Wordable comes first in the actual publishing sequence since it gets your draft out of Google Docs and onto the site, while Internal Link Juicer works on content that is already published. If you are setting up a workflow from scratch, configure Wordable for the Docs-to-WordPress export, then let Internal Link Juicer handle linking automatically once posts exist.

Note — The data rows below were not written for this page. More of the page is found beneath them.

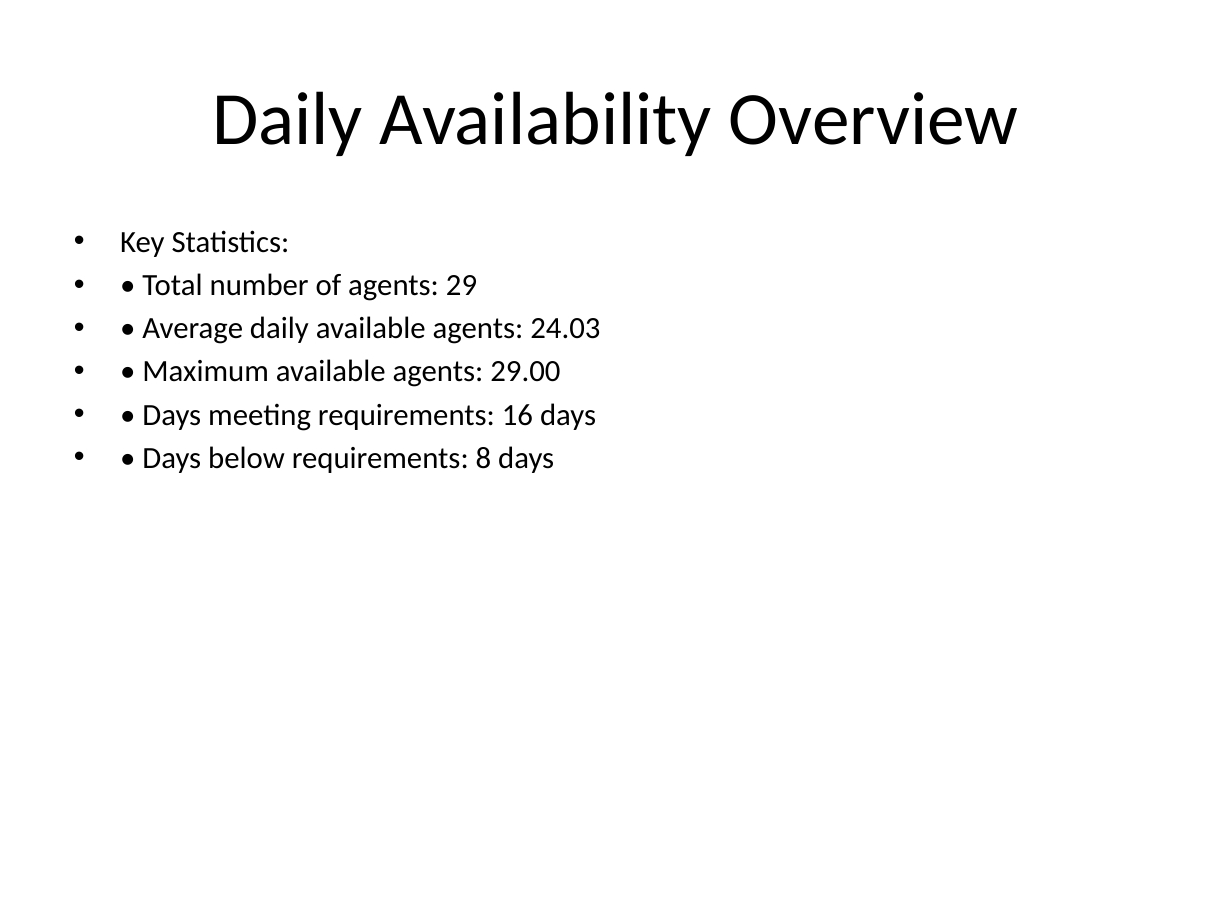
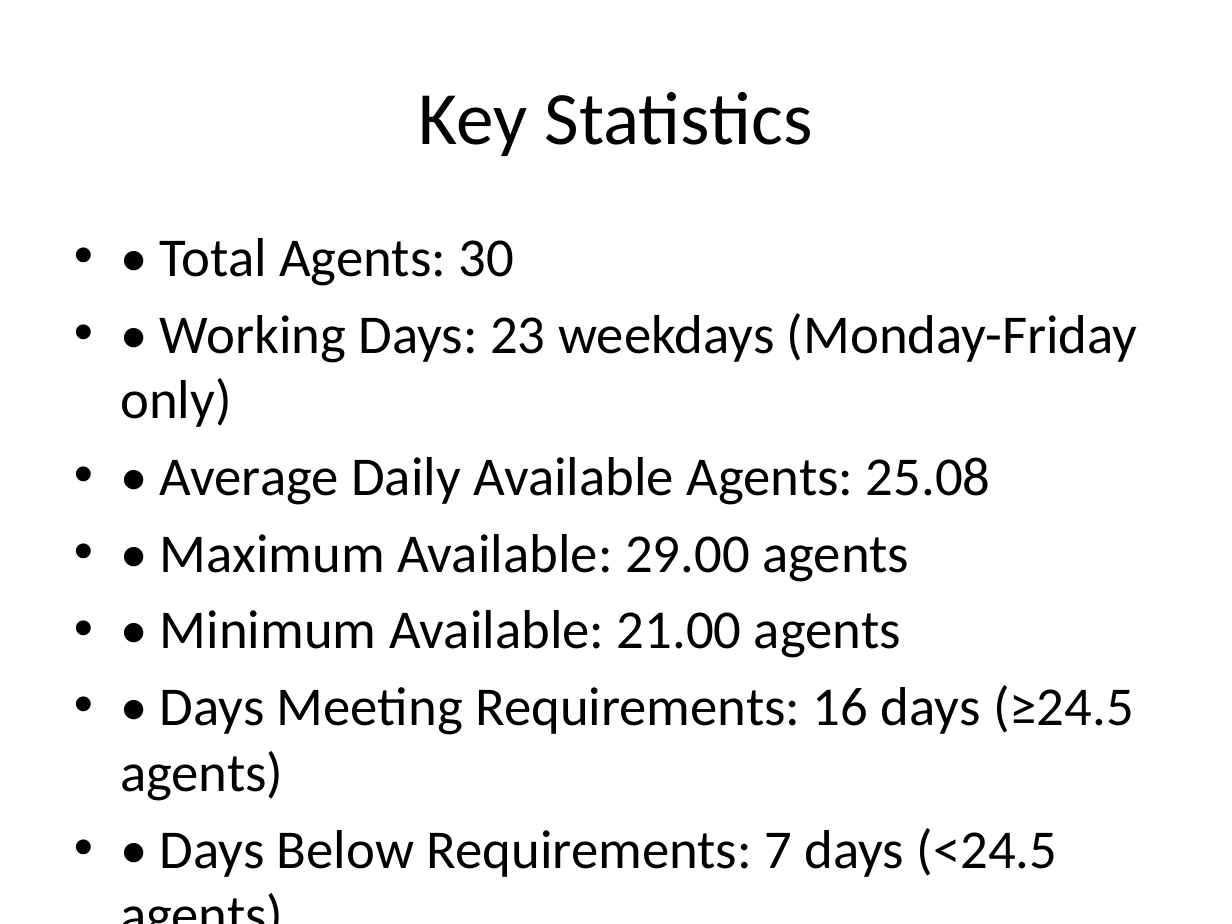
Before and after one commit to Gracing47/ExerciseAssessment, a slide deck: slide 3 of Assessment_03/output/Presentation/team_availability_analysis.pptx. Drawn at 1232x924 pixels with LibreOffice and Linux fonts; fonts in the diff are those of the drawing. Boxes give left, top, right and bottom in pixels: in the first picture for what was removed or moved away, otherwise in the second. Text is boxed around its words. In the diff, an @@ line names an element or a change of style, - is before the commit and + after.

Commit message:
Update team availability analysis
Changes:
- Corrected statistics and analysis
- Improved markdown documentation structure
- Updated presentation with better formatting
- Cleaned up script files
- Added detailed recommendations and action plan

```diff
--- a/Assessment_03/output/Presentation/team_availability_analysis.pptx
+++ b/Assessment_03/output/Presentation/team_availability_analysis.pptx
@@ title at box(419, 92, 813, 156): text changed @@
-Daily Availability Overview
+Key Statistics
@@ text at box(120, 238, 1138, 877): text changed; size 18 to 32 pt @@
-• Key Statistics:
-• • Total number of agents: 29
-• • Average daily available agents: 24.03
-• • Maximum available agents: 29.00
-• • Days meeting requirements: 16 days
-• • Days below requirements: 8 days
+• • Total Agents: 30
+• • Working Days: 23 weekdays (Monday-Friday only)
+• • Average Daily Available Agents: 25.08
+• • Maximum Available: 29.00 agents
+• • Minimum Available: 21.00 agents
+• • Days Meeting Requirements: 16 days (≥24.5 agents)
+• • Days Below Requirements: 7 days (<24.5 agents)
```
Also in this commit, not shown: 2 other slides changed, 5 slides added, 3 slides removed, 6 other files.
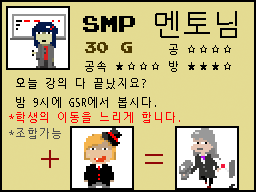
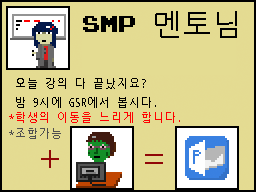
Layer changes from the first (256, 192) image to the second:
added layer "레이어 13" above "오늘 강의 다 끝났지요? 밤 9시에 GSR에서 봅시다." over [85, 42, 231, 72]
added layer "레이어 12" above "레이어 9" over [179, 128, 235, 188]
added layer "레이어 11" above "레이어 8" over [76, 128, 122, 188]
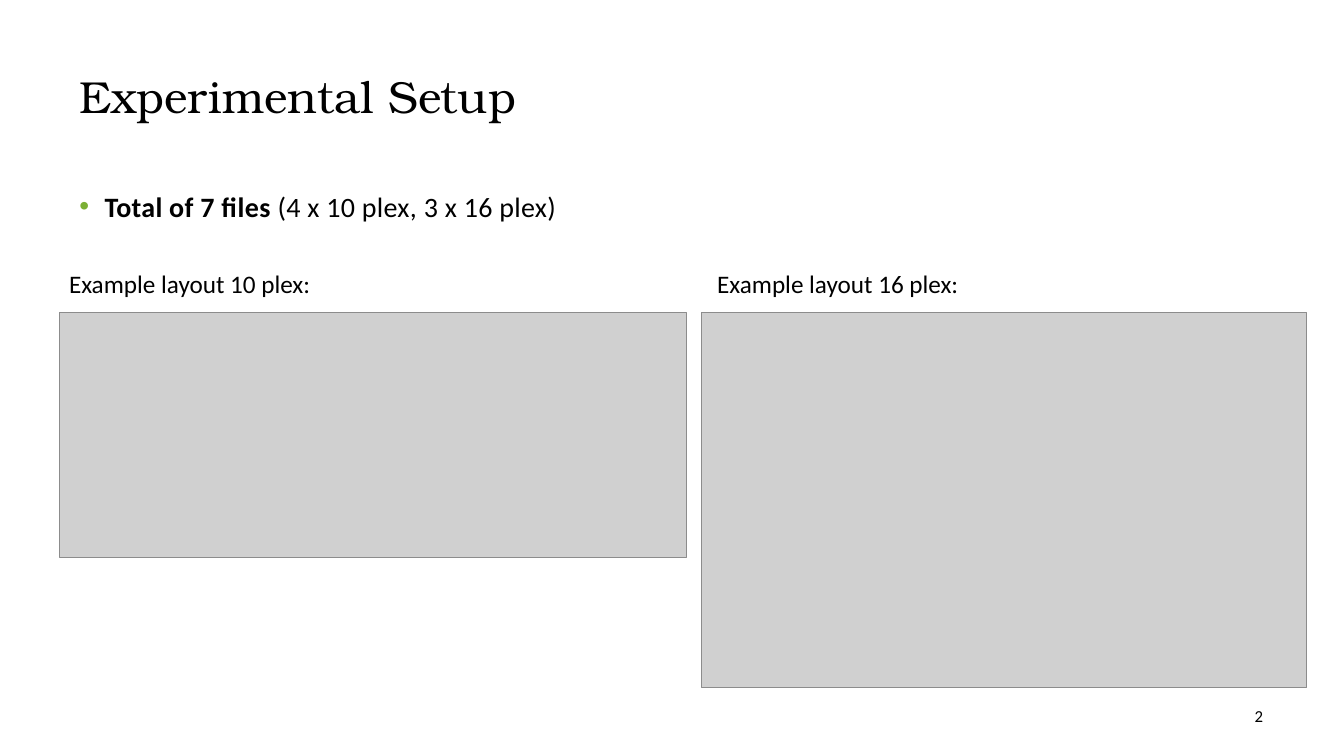
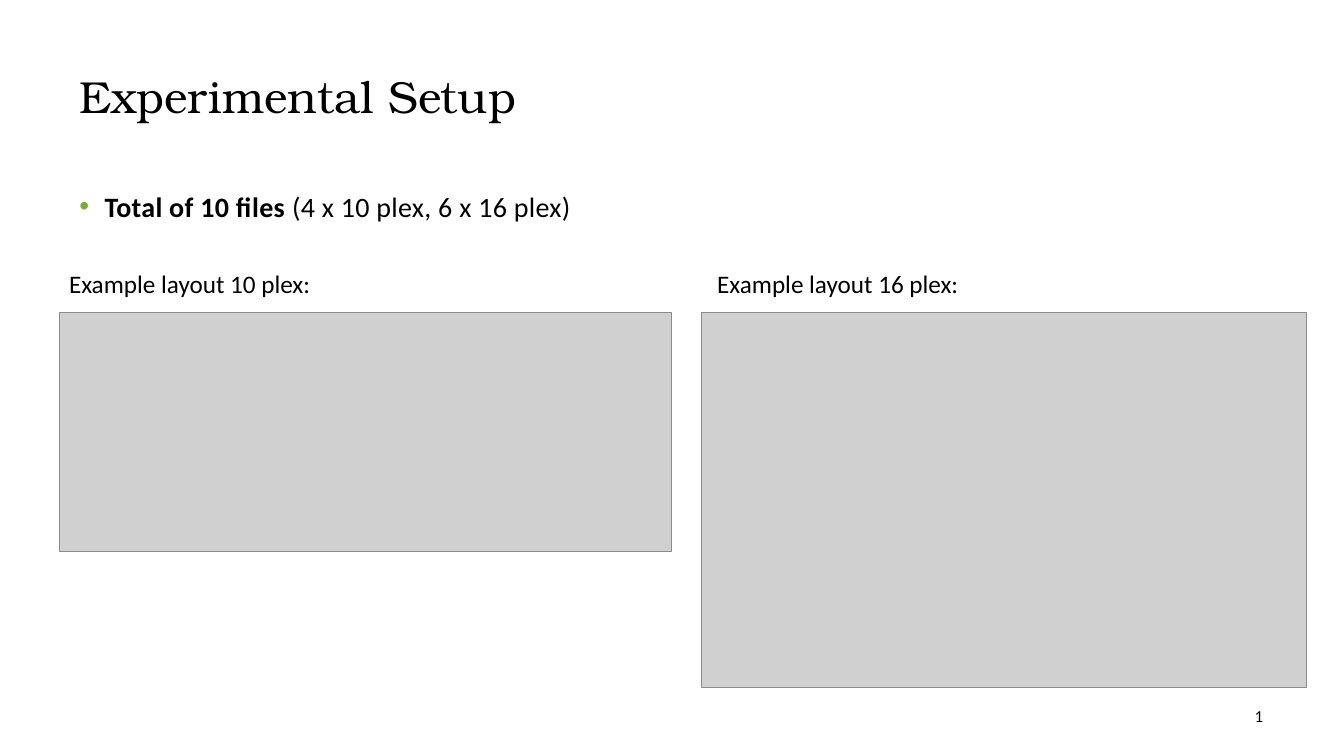
Before and after one commit to vinogradova-lab/cell-type-specific-proximity-labeling, a slide deck: slide 2 of turboid_analysis_walkthrough.pptx (slide 3 before the commit). Drawn at 1344x756 pixels with LibreOffice and Linux fonts; fonts in the diff are those of the drawing; grey boxes stand for pictures. Boxes give left, top, right and bottom in pixels: in the first picture for what was removed or moved away, otherwise in the second. Text is boxed around its words. In the diff, an @@ line names an element or a change of style, - is before the commit and + after.

```diff
--- a/turboid_analysis_walkthrough.pptx
+++ b/turboid_analysis_walkthrough.pptx
@@ text at (105,196,570,222): text changed @@
-• Total of 7 files (4 x 10 plex, 3 x 16 plex)
+• Total of 10 files (4 x 10 plex, 6 x 16 plex)
@@ picture: place and size @@
-picture at (59,313,687,558)
+picture at (59,313,673,552)
@@ page number at (1255,711,1263,722): text changed @@
-2
+1
```
Also in this commit, not shown: 2 other slides changed, 6 slides added, 2 other files.

Does Internal Link Juicer replace the need for Wordable, or vice versa?

No, neither tool replaces the other because they operate on different parts of the content pipeline. Internal Link Juicer only adds links between posts that already exist on your site; it does not publish anything new. Wordable only moves a document from Google Docs into your CMS; it has no internal linking feature at all.

Is Internal Link Juicer's free plan actually usable, or is it a stripped demo?

Internal Link Juicer's free plan covers the core automated internal linking, anchor text diversification, and blacklist/whitelist controls for unlimited posts on one WordPress site. It is a genuinely functional free tier rather than a crippled trial, which is unusual among paid SEO plugins.

Can Wordable export content to a non-WordPress site?

Yes, Wordable exports to WordPress, HubSpot, and Medium, so it covers two CMS platforms outside WordPress. Internal Link Juicer, by contrast, only works on WordPress and has no equivalent for HubSpot or Medium sites.

Which tool is worth paying for first if I am on a tight budget?

Internal Link Juicer is the lower-risk first purchase because its free tier already covers unlimited posts on one site, so you only pay once you need multiple sites or priority support. Wordable has no free tier, but at $29/year for Basic it is inexpensive enough that most publishing teams recover the cost within the first few articles exported.

Do either Internal Link Juicer or Wordable offer API access for custom workflows?

Neither tool publishes API access on any pricing tier. Internal Link Juicer's highest tier, at $1,299/year for unlimited sites, still has no API, and Wordable's Premium plan at $349/year adds priority support rather than programmatic access.